_Exercise_
Show, in full, each line of the data that contains "project".

[Saved data entries]
»»

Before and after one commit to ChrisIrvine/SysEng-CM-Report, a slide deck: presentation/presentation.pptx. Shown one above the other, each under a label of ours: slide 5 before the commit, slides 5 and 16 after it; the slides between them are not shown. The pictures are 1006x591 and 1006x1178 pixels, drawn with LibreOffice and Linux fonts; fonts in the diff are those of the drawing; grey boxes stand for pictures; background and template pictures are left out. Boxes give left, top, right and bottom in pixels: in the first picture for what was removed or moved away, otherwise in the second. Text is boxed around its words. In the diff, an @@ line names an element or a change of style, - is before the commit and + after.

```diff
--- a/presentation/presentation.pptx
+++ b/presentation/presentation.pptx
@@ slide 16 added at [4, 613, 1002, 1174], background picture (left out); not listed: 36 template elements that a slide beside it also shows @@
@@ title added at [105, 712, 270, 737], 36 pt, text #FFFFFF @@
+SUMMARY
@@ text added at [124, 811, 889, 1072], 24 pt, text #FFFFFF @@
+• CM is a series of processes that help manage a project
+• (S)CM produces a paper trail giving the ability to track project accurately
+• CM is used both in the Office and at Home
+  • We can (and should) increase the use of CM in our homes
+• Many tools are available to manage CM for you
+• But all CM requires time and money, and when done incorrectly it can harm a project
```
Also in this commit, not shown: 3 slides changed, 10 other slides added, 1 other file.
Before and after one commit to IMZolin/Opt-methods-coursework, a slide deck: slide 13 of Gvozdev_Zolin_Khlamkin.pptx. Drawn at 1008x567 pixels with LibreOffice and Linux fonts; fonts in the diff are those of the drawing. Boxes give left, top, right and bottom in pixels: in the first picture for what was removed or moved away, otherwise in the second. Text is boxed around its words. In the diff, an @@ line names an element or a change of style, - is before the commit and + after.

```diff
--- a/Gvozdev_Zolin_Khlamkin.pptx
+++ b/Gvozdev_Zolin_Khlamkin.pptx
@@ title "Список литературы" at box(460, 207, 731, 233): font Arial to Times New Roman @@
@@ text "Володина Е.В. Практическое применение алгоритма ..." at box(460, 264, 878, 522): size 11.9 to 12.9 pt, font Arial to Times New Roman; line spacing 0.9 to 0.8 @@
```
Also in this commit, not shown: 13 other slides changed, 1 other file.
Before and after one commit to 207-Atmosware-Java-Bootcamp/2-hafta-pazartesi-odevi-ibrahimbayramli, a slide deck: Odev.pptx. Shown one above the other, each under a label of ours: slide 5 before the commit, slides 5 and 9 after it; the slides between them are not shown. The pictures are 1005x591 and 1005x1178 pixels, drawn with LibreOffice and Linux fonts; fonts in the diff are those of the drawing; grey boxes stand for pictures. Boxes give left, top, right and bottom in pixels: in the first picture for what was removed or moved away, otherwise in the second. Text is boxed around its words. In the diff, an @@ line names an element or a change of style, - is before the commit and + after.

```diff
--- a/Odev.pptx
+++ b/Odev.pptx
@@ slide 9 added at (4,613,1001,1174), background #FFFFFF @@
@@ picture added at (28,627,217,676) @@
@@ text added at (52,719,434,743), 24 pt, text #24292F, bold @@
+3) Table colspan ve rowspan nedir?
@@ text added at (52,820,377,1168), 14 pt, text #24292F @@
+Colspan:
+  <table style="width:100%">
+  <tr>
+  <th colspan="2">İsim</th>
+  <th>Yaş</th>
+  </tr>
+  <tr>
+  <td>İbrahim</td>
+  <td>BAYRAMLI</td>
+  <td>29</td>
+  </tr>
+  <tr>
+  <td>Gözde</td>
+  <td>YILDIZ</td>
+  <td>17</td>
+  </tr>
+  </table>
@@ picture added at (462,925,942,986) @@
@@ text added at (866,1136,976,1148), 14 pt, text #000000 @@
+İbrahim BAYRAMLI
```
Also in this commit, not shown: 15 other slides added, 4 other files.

««

_Worked solution_
+• CM is a series of processes that help manage a project
+• (S)CM produces a paper trail giving the ability to track project accurately
+• But all CM requires time and money, and when done incorrectly it can harm a project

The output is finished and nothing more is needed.